• **What you will do**
The number of lines holding "Trevo" is all you should give; count them in the records below.

....

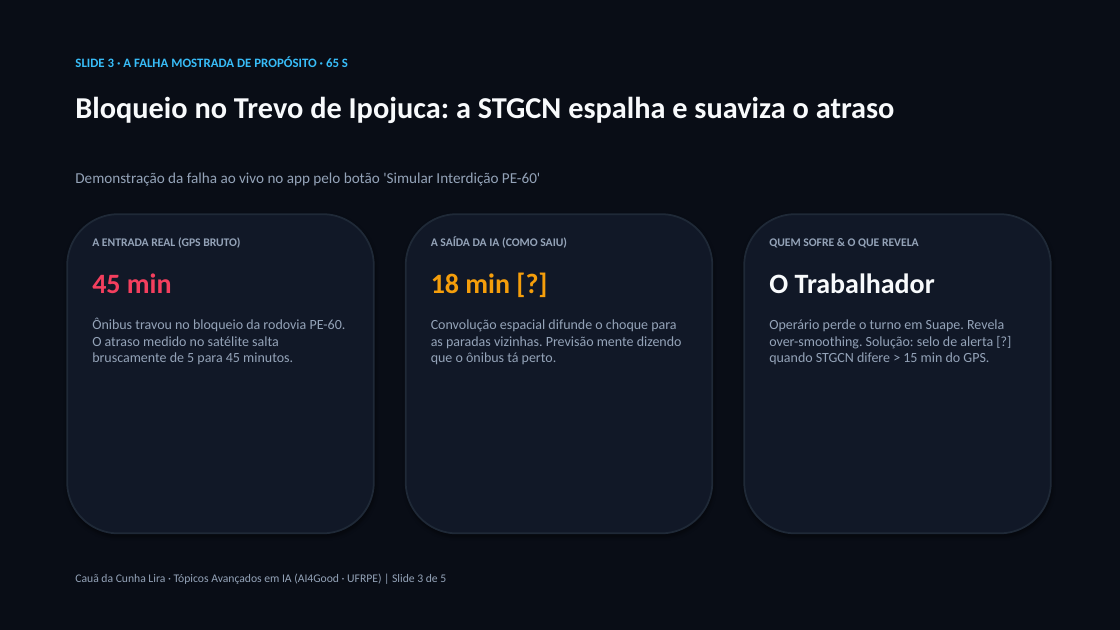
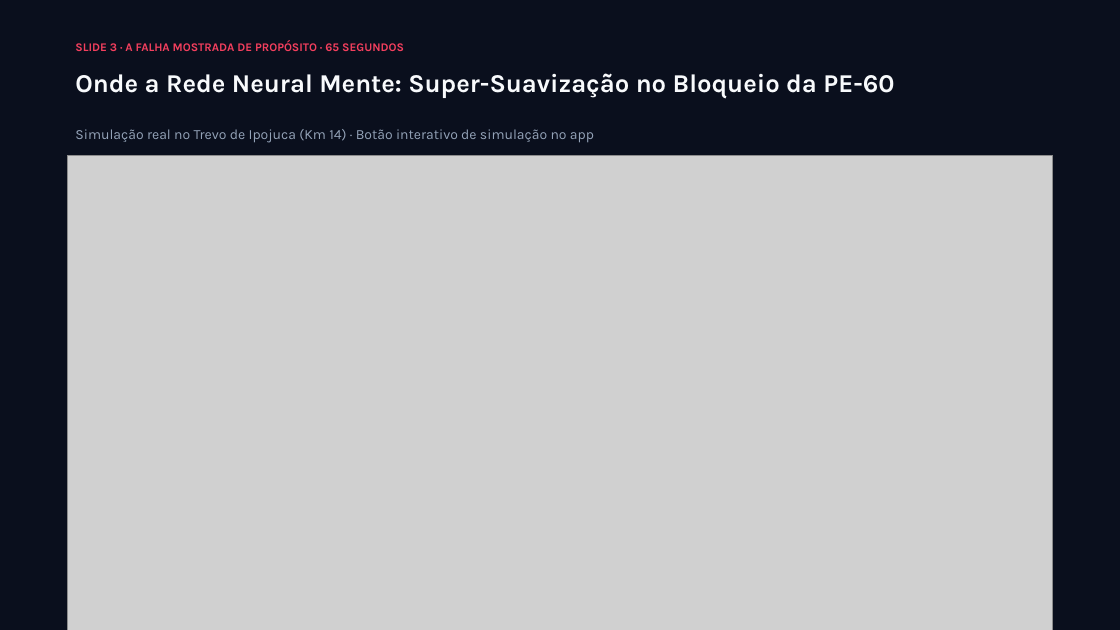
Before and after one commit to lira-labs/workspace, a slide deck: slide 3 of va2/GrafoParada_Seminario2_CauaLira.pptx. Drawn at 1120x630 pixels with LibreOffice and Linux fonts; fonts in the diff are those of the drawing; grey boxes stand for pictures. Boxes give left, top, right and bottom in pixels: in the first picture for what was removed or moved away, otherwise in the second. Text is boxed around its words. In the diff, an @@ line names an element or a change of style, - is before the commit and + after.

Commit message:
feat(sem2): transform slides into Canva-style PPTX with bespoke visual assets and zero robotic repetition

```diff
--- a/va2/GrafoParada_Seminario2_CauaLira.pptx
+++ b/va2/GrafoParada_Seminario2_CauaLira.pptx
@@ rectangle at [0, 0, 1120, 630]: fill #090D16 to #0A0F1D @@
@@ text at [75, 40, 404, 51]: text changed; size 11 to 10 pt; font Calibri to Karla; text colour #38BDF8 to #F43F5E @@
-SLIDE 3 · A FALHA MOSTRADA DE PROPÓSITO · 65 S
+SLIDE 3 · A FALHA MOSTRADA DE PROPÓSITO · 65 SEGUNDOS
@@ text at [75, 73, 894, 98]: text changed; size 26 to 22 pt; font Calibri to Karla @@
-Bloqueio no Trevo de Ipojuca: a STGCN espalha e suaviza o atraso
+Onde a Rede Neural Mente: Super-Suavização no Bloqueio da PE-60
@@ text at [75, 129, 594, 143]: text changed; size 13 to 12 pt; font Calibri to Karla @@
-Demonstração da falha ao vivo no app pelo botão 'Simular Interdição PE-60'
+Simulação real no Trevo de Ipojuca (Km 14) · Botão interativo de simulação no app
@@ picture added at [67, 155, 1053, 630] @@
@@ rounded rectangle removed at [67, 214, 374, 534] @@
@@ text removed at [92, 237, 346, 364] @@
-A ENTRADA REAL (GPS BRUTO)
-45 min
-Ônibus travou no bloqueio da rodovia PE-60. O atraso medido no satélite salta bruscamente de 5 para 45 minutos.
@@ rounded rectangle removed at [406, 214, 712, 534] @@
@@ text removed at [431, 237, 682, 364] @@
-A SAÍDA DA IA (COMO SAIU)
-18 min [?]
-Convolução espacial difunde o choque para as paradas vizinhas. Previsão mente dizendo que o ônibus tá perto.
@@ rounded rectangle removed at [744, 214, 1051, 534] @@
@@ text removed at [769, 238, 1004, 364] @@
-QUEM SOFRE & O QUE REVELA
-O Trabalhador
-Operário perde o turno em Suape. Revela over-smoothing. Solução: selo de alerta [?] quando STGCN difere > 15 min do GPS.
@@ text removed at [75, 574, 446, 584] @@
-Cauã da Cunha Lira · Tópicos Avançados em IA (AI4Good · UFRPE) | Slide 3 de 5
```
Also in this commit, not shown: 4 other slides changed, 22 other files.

....

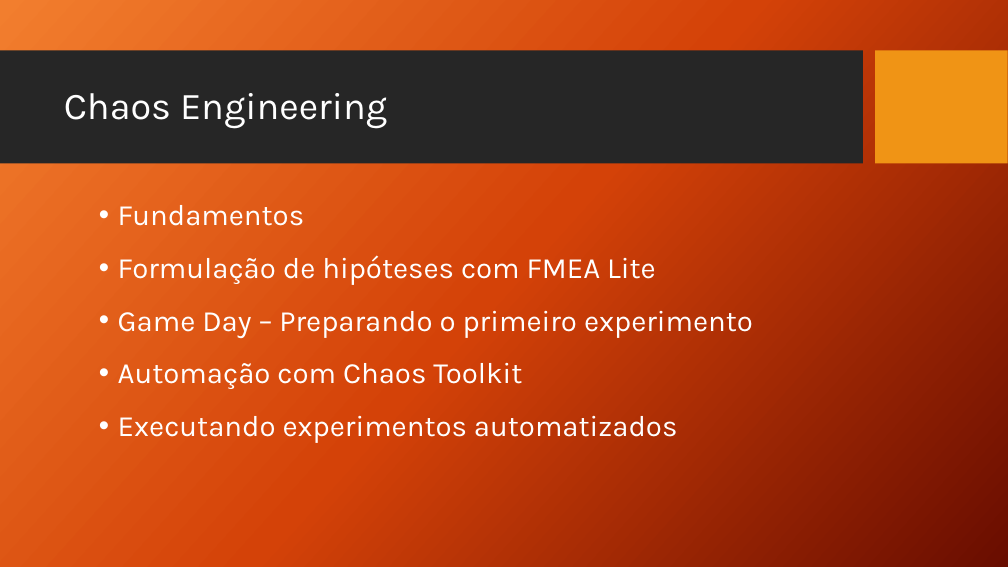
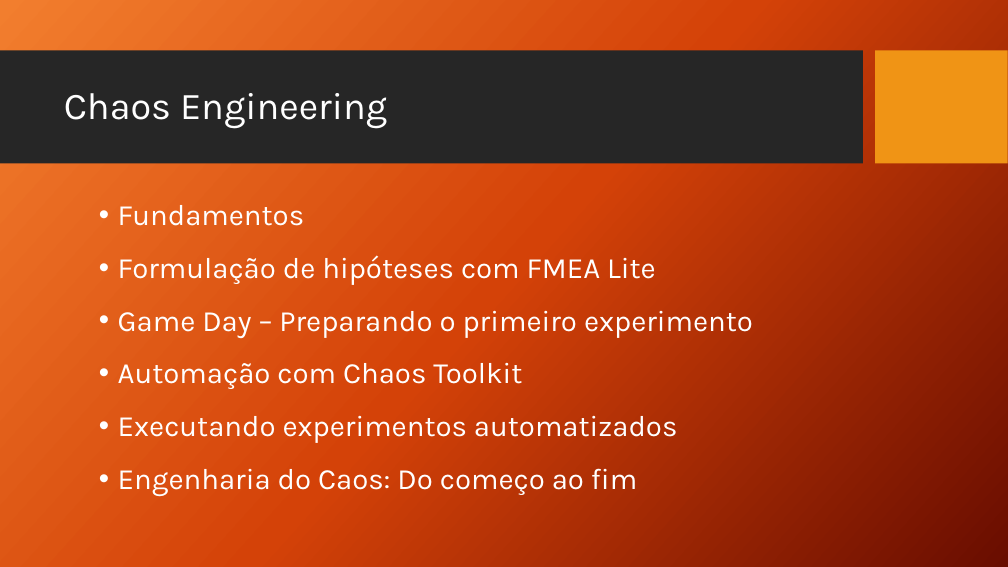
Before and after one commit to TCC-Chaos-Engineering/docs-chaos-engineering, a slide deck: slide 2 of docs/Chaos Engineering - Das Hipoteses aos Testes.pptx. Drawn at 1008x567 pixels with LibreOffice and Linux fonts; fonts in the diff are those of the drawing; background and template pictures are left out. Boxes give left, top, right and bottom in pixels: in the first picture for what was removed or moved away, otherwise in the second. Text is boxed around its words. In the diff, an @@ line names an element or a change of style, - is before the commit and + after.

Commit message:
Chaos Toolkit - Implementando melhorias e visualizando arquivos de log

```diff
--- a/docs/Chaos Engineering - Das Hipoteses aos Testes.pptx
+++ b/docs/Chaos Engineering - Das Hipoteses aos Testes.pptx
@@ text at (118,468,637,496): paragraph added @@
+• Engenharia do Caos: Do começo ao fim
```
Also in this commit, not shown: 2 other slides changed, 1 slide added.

....

• **Solution to this task**
2